The former Commonwealth Games gold medallist was banned for less than the maximum two years because the Court of Arbitration for Sport recognised he had not deliberately tried to dodge the tests and that there were extenuating circumstances for missing the third test during an 18-month period.
It is understood a mix-up between Bannister and Athletics Australia over international accommodation contributed to the third of the missed drug tests.
Bannister said the findings of arbitrator Alan Sullivan, SC, should force Athletics Australia, the Australian Sports Anti-Doping Authority and the World Anti-Doping Agency to review their procedures for dealing with athletes' whereabouts.
Bannister criticised Athletics Australia for deficiencies in its handling of athletes and warned other competitors to diarise movements.

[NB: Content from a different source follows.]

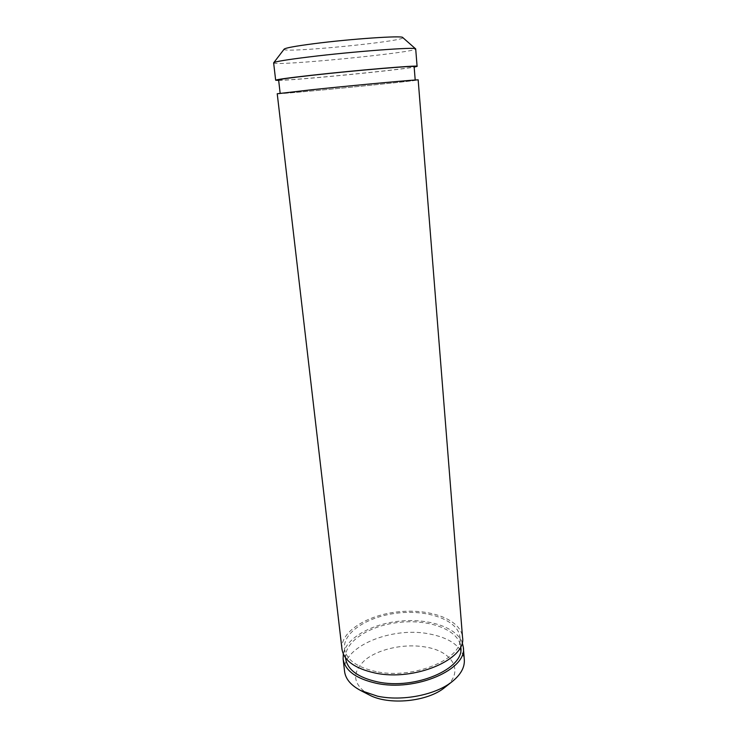 <?xml version="1.0" encoding="UTF-8"?>
<svg xmlns="http://www.w3.org/2000/svg" width="738" height="738" viewBox="0 0 738 738"><rect width="100%" height="100%" fill="white"/><g stroke="black" fill="none" stroke-linecap="round" stroke-linejoin="round"><path stroke-width="0.55" stroke-dasharray="3.69 2.77" d="M284.158 49.132C279.757 53.726 407.92 41.162 402.708 37.509M273.632 62.868C272.885 66.614 417.164 52.463 415.697 48.939M278.669 80.396C296.547 80.184 396.583 70.368 414.166 67.112M278.613 79.944C277.626 82.075 415.512 68.56 414.129 66.651M314.001 89.547L280.182 93.458C279.056 94.473 416.518 80.995 415.217 80.221C418.077 79.455 357.367 85.008 314.001 89.547M277.23 93.744C276.16 94.787 419.424 80.746 418.169 79.925M341.98 649.163C340.015 631.682 367.653 614.68 399.166 611.728C430.651 608.499 461.065 619.809 462.532 637.337M376.214 671.617C356.869 667.337 346.288 659.717 344.48 648.739C342.607 632.023 369.055 615.723 399.276 612.891C429.479 609.791 458.593 620.658 459.995 637.42C464.017 658.324 414.166 679.846 376.214 671.617M345.624 658.573C343.714 641.608 370.061 625.095 400.199 622.282C430.319 619.191 459.368 630.261 460.789 647.281M343.29 653.96C346.251 637.9 371.814 623.804 400.088 621.101C428.344 618.269 456.158 627.125 462.182 642.3M344.572 671.414C340.938 647.346 390.55 626.488 428.391 633.739C449.959 637.761 461.933 646.405 464.313 659.68M369.037 694.827C352.515 684.274 351.297 672.576 365.393 659.735C379.129 648.748 404.701 643.407 425.3 647.005C452.864 651.137 465.023 671.94 444.857 687.392M344.48 648.739L345.532 657.807M459.995 637.42L460.733 646.516"/><path stroke-width="1.11" d="M414.166 67.112L417.09 66.355L415.697 48.939L402.708 37.509C402.782 35.378 350.642 38.902 313.825 43.699C295.403 46.107 285.523 47.915 284.158 49.132L273.632 62.868L275.661 80.221L278.669 80.396M415.642 48.837C416.555 46.789 353.493 51.457 308.936 56.955C286.768 59.686 275.016 61.623 273.669 62.758M417.09 66.355C420.088 64.898 356.343 70.221 310.91 75.341C287.931 77.933 276.178 79.566 275.661 80.221M415.199 80.008L414.129 66.651C416.952 65.267 355.965 70.359 312.478 75.258C290.421 77.748 279.13 79.307 278.613 79.944L280.154 93.256M312.451 89.667L277.23 93.744L341.98 649.163C343.853 660.584 354.877 668.536 375.033 673.01C414.664 681.635 466.739 659.135 462.532 637.337L418.169 79.925C421.204 79.123 357.745 84.935 312.451 89.667M460.733 646.516L460.789 647.281C464.82 668.499 415.162 690.251 377.312 681.829C358.004 677.466 347.441 669.707 345.624 658.573L345.532 657.807M462.182 642.3L463.316 647.208C467.541 669.329 415.66 692.069 376.131 683.24C356.02 678.674 345.024 670.593 343.124 658.988L343.29 653.96M463.316 647.208L464.313 659.68C464.829 667.244 460.853 674.495 452.366 681.442C436.121 694.827 402.514 701.58 377.524 696.183L360.522 690.445C350.854 685.279 345.532 678.942 344.572 671.414L343.124 658.988M452.366 681.442L444.857 687.392C427.8 701.792 388.566 705.639 369.037 694.827L360.522 690.445"/></g></svg>
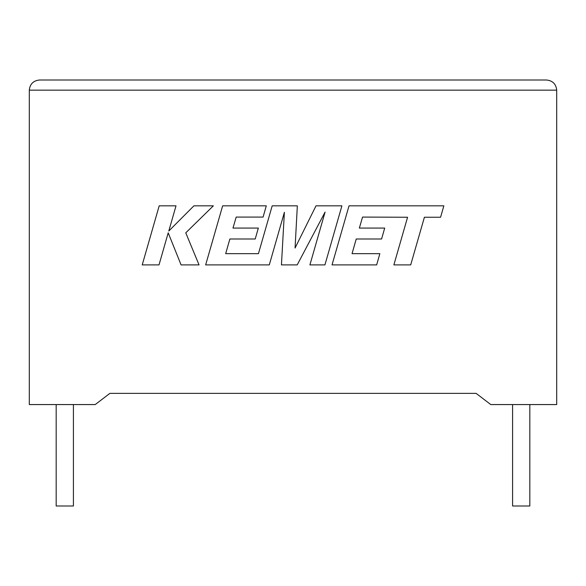 <?xml version="1.0" encoding="UTF-8"?>
<svg xmlns="http://www.w3.org/2000/svg" width="586" height="586" viewBox="0 0 586 586"><rect width="100%" height="100%" fill="white"/><g stroke="black" fill="none" stroke-linecap="round" stroke-linejoin="round"><path stroke-width="0.88" d="M512.582 404.567L512.582 505.989L529.825 505.989L529.825 404.567M73.418 404.567L73.418 505.989L56.175 505.989L56.175 404.567M476.132 393.374L490.775 404.567L556.7 404.567L556.7 90.156C556.055 84.04 552.671 80.656 546.555 80.011C552.671 80.656 556.055 84.04 556.7 90.156L29.3 90.156L29.3 404.567L95.225 404.567L109.868 393.374L476.132 393.374L109.868 393.374M39.445 80.011C33.329 80.656 29.945 84.04 29.3 90.156C29.945 84.04 33.329 80.656 39.445 80.011L546.555 80.011M159.194 205.84L142.215 264.909L159.011 264.909L168.204 232.832L181.081 264.909L199.057 264.909L185.762 232.832L213.341 205.84L193.9 205.84L168.79 231.03L176.012 205.84L159.194 205.84M341.902 205.84L315.993 205.84L295.066 248.039L297.336 205.84L272.182 205.84L258.433 253.672L225.683 253.672L229.866 238.993L255.218 238.993L258.338 228.071L232.979 228.071L236.18 217.084L263.092 217.084L266.286 205.84L222.643 205.84L205.649 264.909L269.289 264.909L284.386 212.315L281.441 264.909L297.19 264.909L325.084 212.066L309.906 264.909L324.922 264.909L341.902 205.84M362.551 217.084L407.578 217.245L393.873 264.909L410.698 264.909L424.403 217.245L440.577 217.245L443.851 205.84L349.022 205.84L332.028 264.909L376.659 264.909L379.853 253.672L352.047 253.672L356.237 238.993L381.581 238.993L384.702 228.071L359.35 228.071L362.551 217.084"/></g></svg>

"It was found that there was no deliberate action by myself to avoid being tested, that finding is consistent with my defence submissions at the hearing on June 21, 2013," Bannister said. "Naturally I am still deeply disappointed at receiving the period of ineligibility. To safeguard other athletes, especially Australian athletes, I would encourage them to be vigilant when dealing with Athletics Australia and ASADA."
He urged athletes that, when accommodated by Athletics Australia, they should still ask to check the room list daily and make sure all correspondence with AA was in writing, not just verbal. He admitted he had taken his responsibilities on keeping authorities informed of his whereabouts too lightly.
"I do hope that Athletics Australia, ASADA and WADA take on board the comments by Mr Sullivan, based on those comments those organisations should review their operations and procedures. There are deficiencies in the way these organisations go about their business," he said.
"I hope that what has happened to me does not happen to any other athlete. From now until February 18, 2015, I will train harder then ever to ensure my return to competition is successful."
Athletics Australia chief executive Dallas O'Brien said in a statement that Bannister's ban was disappointing and acknowledged AA needed to look at how it could do more to help athletes.
"We are disappointed that Jarrod did not meet his obligations as one of our top performing athletes and this case demonstrates the need for all athletes to be diligent and responsible," O'Brien added.